Comedy MostRaces-Comedian Diversity

Published on October 23rd, 2012 | by Jessica Mickey


All Are Welcome to the Most RACES Show on Earth!

Hey, you know the one that goes, “How does every racist joke start?” and the visual punchline with the teller cautiously looking over their shoulders? Yeah, that’s a good one. But perhaps the comedians of The Most RACES Show On Earth! (MRSOE!) would beg to differ. Not because it could be considered offensive, but that they’d rather you not be so hush-hush about it and get to the actual joke already. Just make sure it’s funny.

This Friday night, Theatre 99 welcomes back local favorite stand-up comedy show MRSOE!, which examines ethnic stereotypes, different cultures, and racial clichés through the means of comedy. But if you think you’re walking into a politically correct, “Kumbaya” drum circle–style preach-fest, you are sorely mistaken. Neil Bansil (Filipino-Canadian-American) founded MRSOE! in 2005. The group, which includes Noah Gardenswartz (Jewish-American); Viet Huynh (Vietnamese-American); and Trixx (Ghanaian-Canadian), aren’t exactly fans of the political correctness that the comedy world has occasionally had forced down its throat. They just want to make you laugh.

“We openly joke about our ethnicity, and bring stereotypes out in the open,” Bansil says. “But the show isn’t about capitalizing on racial misconceptions; it’s about tearing them down. No one is attacking another race. It’s never malicious. That would just defeat the purpose of the show.
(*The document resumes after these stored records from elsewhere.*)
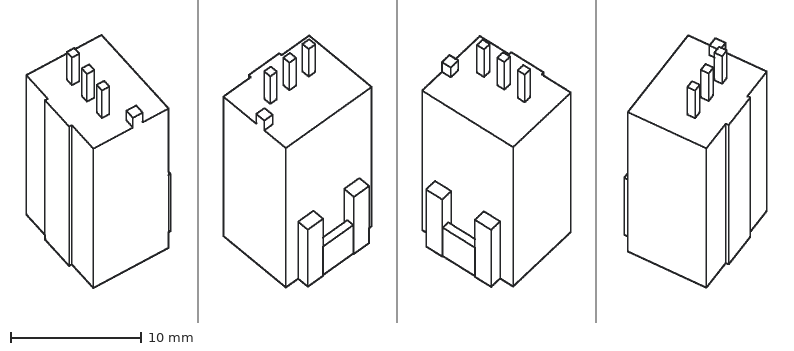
import cadquery as cq

overall_depth = 8.4
overall_height = 19.9

housing_width = 9.0
housing_height = 16.62

rib_width = 3.22
rib_depth = 0.25

lug_span = 6.43
lug_gap = rib_width
lug_depth = 1.1
lug_height = 6.8
bridge_thickness = 0.68
bridge_setback = 0.05
bridge_height = lug_height / 2

pin_count = 3
pin_pitch = 2.0
pin_side = 0.7
pin_row_from_back = 4.4

key_width = 0.88
key_depth = 0.92
key_height = 1.15
key_from_back = 2.89

housing_depth = overall_depth - rib_depth - lug_depth
pin_height = overall_height - housing_height
lug_width = (lug_span - lug_gap) / 2


def block(width, depth, height, center_x, center_y, base_z=0):
    """Upright box centred on the given X and Y, rising from base_z."""
    return (
        cq.Workplane("XY")
        .box(width, depth, height, centered=(True, True, False))
        .translate((center_x, center_y, base_z))
    )


def make_latch():
    lug_x = (lug_gap + lug_width) / 2
    lug_y = housing_depth + lug_depth / 2
    bridge_y = housing_depth + lug_depth - bridge_setback - bridge_thickness / 2
    latch = block(lug_gap, bridge_thickness, bridge_height, 0, bridge_y)
    for side in (-1, 1):
        latch = latch.union(block(lug_width, lug_depth, lug_height, side * lug_x, lug_y))
    return latch


housing = block(housing_width, housing_depth, housing_height, 0, housing_depth / 2)
rib = block(rib_width, rib_depth, housing_height, 0, -rib_depth / 2)

result = housing.union(rib).union(make_latch())

pin_y = housing_depth - pin_row_from_back
for index in range(pin_count):
    pin_x = (index - (pin_count - 1) / 2) * pin_pitch
    result = result.union(block(pin_side, pin_side, pin_height, pin_x, pin_y, housing_height))

key_x = (housing_width - key_width) / 2
key_y = housing_depth - key_from_back
result = result.union(block(key_width, key_depth, key_height, key_x, key_y, housing_height))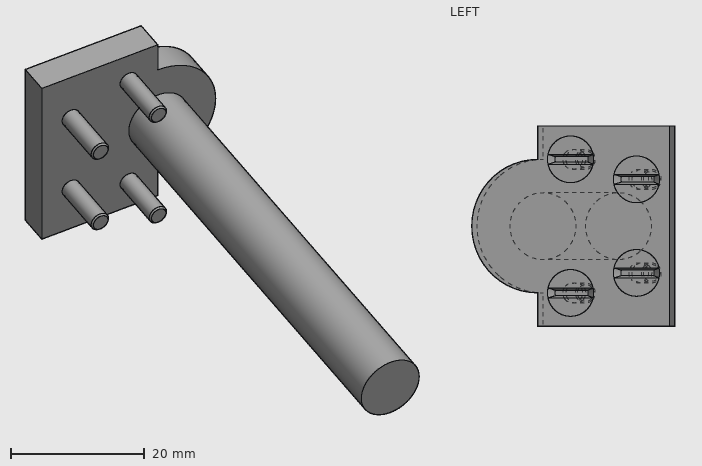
import cadquery as cq

PLATE_THICKNESS = 5.0
PLATE_WIDTH = 20.0
PLATE_HEIGHT = 30.0
TAB_RADIUS = 10.0

ROD_DIAMETER = 10.0
ROD_REACH = 75.0

HEAD_DIAMETER = 7.0
SHANK_DIAMETER = 3.0
HEAD_DEPTH = (HEAD_DIAMETER - SHANK_DIAMETER) / 2
SCREW_LENGTH = 14.0
TIP_CHAMFER = 0.25
SLOT_WIDTH = 1.5
SLOT_FLOOR_WIDTH = 0.8
SLOT_DEPTH = 1.0

TAB_SIDE_SCREW = (5.0, 10.0)
EDGE_SIDE_SCREW = (15.0, 7.0)
SCREW_PLACES = [
    (-across, side * height)
    for across, height in (TAB_SIDE_SCREW, EDGE_SIDE_SCREW)
    for side in (1, -1)
]

TILT_ANGLE = -9.29


def screw_blank():
    """Screw without its slot: a cone head and a plain shank along +X, front face at X = 0."""
    head_radius = HEAD_DIAMETER / 2
    shank_radius = SHANK_DIAMETER / 2
    return (
        cq.Workplane("XY")
        .moveTo(0, 0)
        .lineTo(0, head_radius)
        .lineTo(HEAD_DEPTH, shank_radius)
        .lineTo(SCREW_LENGTH - TIP_CHAMFER, shank_radius)
        .lineTo(SCREW_LENGTH, shank_radius - TIP_CHAMFER)
        .lineTo(SCREW_LENGTH, 0)
        .close()
        .revolve(360, (0, 0, 0), (1, 0, 0))
    )


def make_screw(place):
    """Countersunk screw at the given place, with a slot that narrows toward its floor."""
    slot = (
        cq.Workplane("XZ")
        .moveTo(0, SLOT_WIDTH / 2)
        .lineTo(SLOT_DEPTH, SLOT_FLOOR_WIDTH / 2)
        .lineTo(SLOT_DEPTH, -SLOT_FLOOR_WIDTH / 2)
        .lineTo(0, -SLOT_WIDTH / 2)
        .close()
        .extrude(HEAD_DIAMETER / 2, both=True)
    )
    return screw_blank().cut(slot).translate((0, *place))


def make_plate_with_rod():
    """Plate and rod as one solid, with a countersunk hole for each screw."""
    plate = cq.Workplane("XY").box(
        PLATE_THICKNESS, PLATE_WIDTH, PLATE_HEIGHT, centered=(False, False, True)
    ).translate((0, -PLATE_WIDTH, 0))
    tab = cq.Workplane("YZ").circle(TAB_RADIUS).extrude(PLATE_THICKNESS)
    rod = cq.Workplane("YZ").circle(ROD_DIAMETER / 2).extrude(ROD_REACH)
    body = plate.union(tab).union(rod)
    for place in SCREW_PLACES:
        body = body.cut(screw_blank().translate((0, *place)))
    return body


def tilt(body):
    """Turn a body about the Z axis into its final direction."""
    return body.rotate((0, 0, 0), (0, 0, 1), TILT_ANGLE)


plate_with_rod = tilt(make_plate_with_rod())
screws = [tilt(make_screw(place)) for place in SCREW_PLACES]

result = cq.Compound.makeCompound(
    [plate_with_rod.val(), *[screw.val() for screw in screws]]
)

We’re trying to bring everyone together.”

In the still-controversial world of the South regarding racial differences, Gardenswartz finds clever writing to be his best defense, and in turn, his offense. “I feel very strongly about using comedy to tear down racial stereotypes,” he says. “The two main groups of people I talk about in my material are Jews and black people, both of whom have a lot of negative stereotypes associated with them that I don’t agree with. Not only do I make a conscious effort not to play into clichéd negative stereotypes, I actively write jokes that turn those stereotypes around and address things from the opposite viewpoint.”

When presented with the analogy as race being the “big white elephant in the room” that no one talks about, Huynh jokes, “Why does it have to be a white elephant?” then adds, “Race shouldn’t be ignored at all because it’s part of who you are.”

Bansil feels that this is when diminishing that big whit … er, I mean, Caucasian elephant with comedy comes into play, “There’s an art to bringing differences out in the open that allows for meaningful discussion, because if it’s not funny, it’s just racist. MRSOE! is a show that brings people together.

Dusty Slay will be opening the show, as local comics Sarah Porter and Andy Rider have in the past, all of which could be considered just plain old white (I can say it, because I am, too), so I jokingly ask if this is because Bansil is an equal opportunity employer. He doesn’t see it that way at all. “I chose those comedians solely on the fact that they were funny,” he claims. “When I go to open mics, I watch for something unique, and if it makes me laugh, then I know it will make other people laugh. I never really look at color when I choose comedians for the show; I look only at how funny they are. It just so happens that in Charleston, there seems to be a lack of diverse comedians. Maybe that will change!”

If MRSOE! keeps on pointing out that dumb elephant and laughing at it, there’s a good chance it will.

The Most RACES Show on Earth! takes place on Fri. Oct. 26, at 10 p.m. at Theatre 99. Tickets are $12.50 and are available at the door or by phone at (843) 853-6687. A portion of the proceeds from each show will benefit the YWCA Stand Against Racism initiative. Visit and for more.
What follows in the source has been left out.